● WHAT YOU SHOULD DO: Report every line from the material that contains the word "prism".

= Beginning of Section =

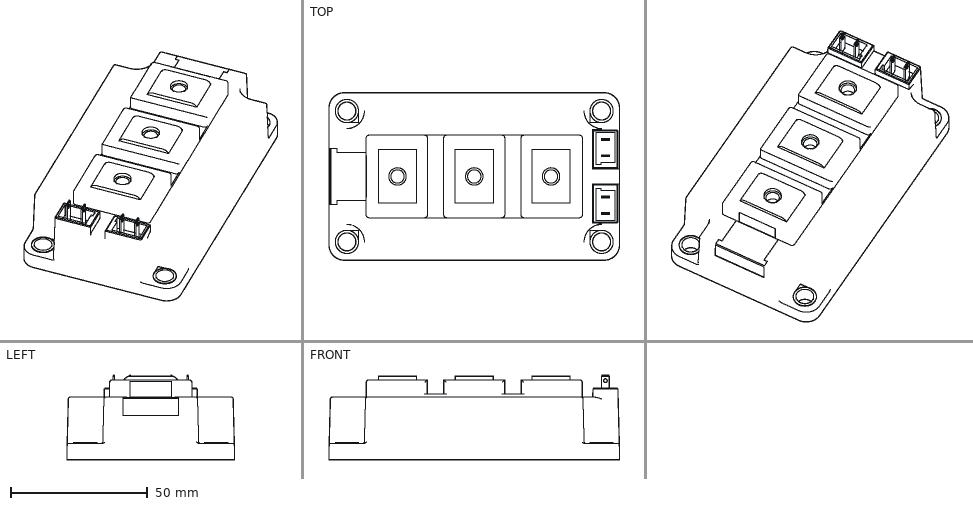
import cadquery as cq
import math

length = 106.4
width = 61.4
plate_height = 3.2
flange_top = 6.0
housing_top = 23.0
corner_radius = 5.6
draft_angle = 1.5
edge_radius = 0.7

hole_x = 46.6
hole_y = 23.9
hole_diameter = 6.5
bush_diameter = 8.5
bush_height = 0.3
bush_corner_height = 0.1
recess_radius = 6.4
recess_base_radius = 0.5
recess_overrun = 10.6
recess_wall_x = hole_x - recess_radius
recess_wall_y = hole_y - recess_radius
recess_mid = recess_radius * math.sqrt(0.5)

block_length = 79.2
block_width = 30.2
block_top = 29.3
block_edge_radius = 1.1
slot_floor = 24.2
slot_width = 6.0
pedestal_pitch = 28.3
panel_width = 15.1
panel_depth = 0.1

pad_pitch = 28.1
pad_length = 14.0
pad_width = 19.6
pad_flat_width = 14.9
pad_top = 30.6
pad_hole_diameter = 6.4
nut_hole_diameter = 4.9
nut_hole_depth = 5.3

connector_inner_x = 42.9
connector_inner_y = 2.3
connector_top = 26.2
connector_chamfer = 0.3
socket_x = 48.0
socket_y = 10.2
socket_length = 7.0
socket_width = 11.7
socket_floor = 21.3
key_length = 5.1
key_thickness = 0.7

pin_top = 31.0
pin_width = 2.9
pin_thickness = 0.6
pin_tip_height = 0.5
pin_tip_angle = 20.0
pin_positions_y = (7.6, 13.5)
pin_hole_diameter = 1.3
pin_hole_z = 28.9

label_width = 20.4
label_bottom = 16.2
label_depth = 0.1
label_strip_width = 17.7
label_face_x = -52.7
label_step_x = -50.2

overtravel = 1.1
pin_root = 1.1
select_reach = 1.1

quadrants = [(sx, sy) for sx in (-1, 1) for sy in (-1, 1)]


def box(size_x, size_y, z_low, z_high, x=0.0, y=0.0):
    """Box centred on (x, y) that spans z_low to z_high."""
    return (
        cq.Workplane("XY", origin=(x, y, z_low))
        .rect(size_x, size_y)
        .extrude(z_high - z_low)
    )


def edge_near(x, y, z_low, z_high):
    """Selector for the edge centred close to (x, y) between two heights."""
    return cq.selectors.BoxSelector(
        (x - select_reach, y - select_reach, z_low), (x + select_reach, y + select_reach, z_high)
    )


def corner_recess(sx, sy):
    """Drafted recess with a wall that curves around a mounting hole."""
    far_x = length / 2 + recess_overrun
    far_y = width / 2 + recess_overrun
    return (
        cq.Workplane("XY", origin=(0, 0, flange_top))
        .moveTo(sx * recess_wall_x, sy * far_y)
        .lineTo(sx * recess_wall_x, sy * hole_y)
        .threePointArc(
            (sx * (hole_x - recess_mid), sy * (hole_y - recess_mid)), (sx * hole_x, sy * recess_wall_y)
        )
        .lineTo(sx * far_x, sy * recess_wall_y)
        .lineTo(sx * far_x, sy * far_y)
        .close()
        .extrude(housing_top - flange_top + overtravel, taper=-draft_angle)
    )


def housing():
    """Plate and drafted housing with the four corner recesses."""
    plate = box(length, width, 0, plate_height).edges("|Z").fillet(corner_radius)
    body = (
        plate.faces(">Z")
        .wires()
        .toPending()
        .workplane()
        .extrude(housing_top - plate_height, taper=draft_angle)
    )
    for sx, sy in quadrants:
        body = body.cut(corner_recess(sx, sy))
    for sx, sy in quadrants:
        for x, y in ((recess_wall_x, width / 2), (length / 2, recess_wall_y)):
            column = edge_near(sx * x, sy * y, flange_top + select_reach, housing_top - select_reach)
            body = body.edges(column).fillet(edge_radius)
    body = body.faces(">Z").edges().fillet(edge_radius)
    for sx, sy in quadrants:
        base_arc = edge_near(
            sx * (hole_x - recess_mid),
            sy * (hole_y - recess_mid),
            flange_top - select_reach,
            flange_top + select_reach,
        )
        body = body.edges(base_arc).fillet(recess_base_radius)
    return body


def bush(sx, sy):
    """Raised rim of a mounting hole with a lower square corner towards the housing."""
    top = flange_top + bush_height
    corner_top = flange_top + bush_corner_height
    radius = bush_diameter / 2
    x = sx * hole_x
    y = sy * hole_y
    ring = cq.Workplane("XY", origin=(x, y, 0)).circle(radius).extrude(top)
    corner = box(radius, radius, 0, corner_top, x - sx * radius / 2, y - sy * radius / 2)
    return ring.union(corner)


def terminal_block():
    """Rounded block cut by two slots into three pedestals, with a shallow panel in the -X face."""
    block = box(block_length, block_width, plate_height, block_top)
    block = block.edges("|Z").fillet(block_edge_radius)
    block = block.faces(">Z").edges().fillet(block_edge_radius)
    end_length = block_length
    end_x = pedestal_pitch / 2 + (slot_width + end_length) / 2
    middle_length = pedestal_pitch - slot_width
    bodies = block.intersect(box(block_length, block_width, plate_height, slot_floor))
    for x, size in ((-end_x, end_length), (0, middle_length), (end_x, end_length)):
        prism = box(size, block_width, plate_height, block_top, x)
        prism = prism.edges("|Z").fillet(block_edge_radius)
        bodies = bodies.union(block.intersect(prism))
    panel = box(2 * panel_depth, panel_width, housing_top, block_top, -block_length / 2)
    return bodies.cut(panel)


def terminal_pad(x):
    """Flat terminal strip whose two ends curve down to the pedestal."""
    run = (pad_width - pad_flat_width) / 2
    drop = pad_top - block_top
    bend_radius = (run**2 + drop**2) / (2 * drop)
    half_bend = math.asin(run / bend_radius) / 2
    flat_y = pad_flat_width / 2
    bend_y = flat_y + bend_radius * math.sin(half_bend)
    bend_z = pad_top - bend_radius * (1 - math.cos(half_bend))
    return (
        cq.Workplane("YZ", origin=(x - pad_length / 2, 0, 0))
        .moveTo(-pad_width / 2, block_top)
        .threePointArc((-bend_y, bend_z), (-flat_y, pad_top))
        .lineTo(flat_y, pad_top)
        .threePointArc((bend_y, bend_z), (pad_width / 2, block_top))
        .close()
        .extrude(pad_length)
    )


def screw_hole(x):
    """Clearance hole through the pad with a narrower nut hole below."""
    top = cq.Workplane("XY", origin=(x, 0, pad_top))
    clearance = top.circle(pad_hole_diameter / 2).extrude(block_top - pad_top)
    nut_hole = top.circle(nut_hole_diameter / 2).extrude(-nut_hole_depth)
    return clearance.union(nut_hole)


def connector_shell(side):
    """Outer block of a pin connector, flush with the drafted housing walls."""
    drafted_height = flange_top - plate_height
    outer_x = length / 2 - drafted_height * math.tan(math.radians(draft_angle))
    outer_y = recess_wall_y
    shell = (
        cq.Workplane("XY", origin=(0, 0, flange_top))
        .center((outer_x + connector_inner_x) / 2, side * (outer_y + connector_inner_y) / 2)
        .rect(outer_x - connector_inner_x, outer_y - connector_inner_y)
        .extrude(connector_top - flange_top, taper=draft_angle)
    )
    column = edge_near(length / 2, side * recess_wall_y, flange_top + select_reach, connector_top - select_reach)
    shell = shell.edges(column).fillet(edge_radius)
    return shell.faces(">Z").edges().chamfer(connector_chamfer)


def connector_socket(side):
    """Open socket with a coding key along its inner wall."""
    y = side * socket_y
    socket = box(socket_length, socket_width, socket_floor, connector_top + overtravel, socket_x, y)
    key_x = socket_x + (socket_length - key_length) / 2
    key_y = y - side * (socket_width - key_thickness) / 2
    key = box(key_length, key_thickness, socket_floor, connector_top, key_x, key_y)
    return socket.cut(key)


def contact_pin(y):
    """Flat contact blade with a tapered tip and a small cross hole."""
    shoulder = pin_top - pin_tip_height
    pin = box(pin_width, pin_thickness, socket_floor - pin_root, shoulder, socket_x, y)
    tip = (
        cq.Workplane("XY", origin=(socket_x, y, shoulder))
        .rect(pin_width, pin_thickness)
        .extrude(pin_tip_height, taper=pin_tip_angle)
    )
    hole = (
        cq.Workplane("XZ", origin=(socket_x, y + pin_thickness, pin_hole_z))
        .circle(pin_hole_diameter / 2)
        .extrude(2 * pin_thickness)
    )
    return pin.union(tip).cut(hole)


def label_cut(x_low, x_high, width_y, z_low):
    """Cutting block for the label area, open above the housing."""
    return box(x_high - x_low, width_y, z_low, housing_top + overtravel, (x_low + x_high) / 2)


def label_recess():
    """Shallow step in the end wall and a strip along the top of the housing."""
    end_x = -length / 2
    end_wall = label_cut(end_x - overtravel, label_face_x, label_width, label_bottom)
    strip_floor = housing_top - label_depth
    wide_strip = label_cut(end_x - overtravel, label_step_x, label_width, strip_floor)
    strip = label_cut(label_step_x, -block_length / 2, label_strip_width, strip_floor)
    return end_wall.union(wide_strip).union(strip)


result = housing().cut(label_recess())
for sx, sy in quadrants:
    result = result.union(bush(sx, sy))

result = result.union(terminal_block())
for index in (-1, 0, 1):
    result = result.union(terminal_pad(index * pad_pitch))
    result = result.cut(screw_hole(index * pad_pitch))

for side in (-1, 1):
    result = result.union(connector_shell(side))
    result = result.cut(connector_socket(side))
    for pin_y in pin_positions_y:
        result = result.union(contact_pin(side * pin_y))

for sx, sy in quadrants:
    hole = cq.Workplane("XY", origin=(sx * hole_x, sy * hole_y, 0)).circle(hole_diameter / 2)
    result = result.cut(hole.extrude(housing_top))

= End of Section =

● WRITTEN ANSWER:
        prism = box(size, block_width, plate_height, block_top, x)
        prism = prism.edges("|Z").fillet(block_edge_radius)
        bodies = bodies.union(block.intersect(prism))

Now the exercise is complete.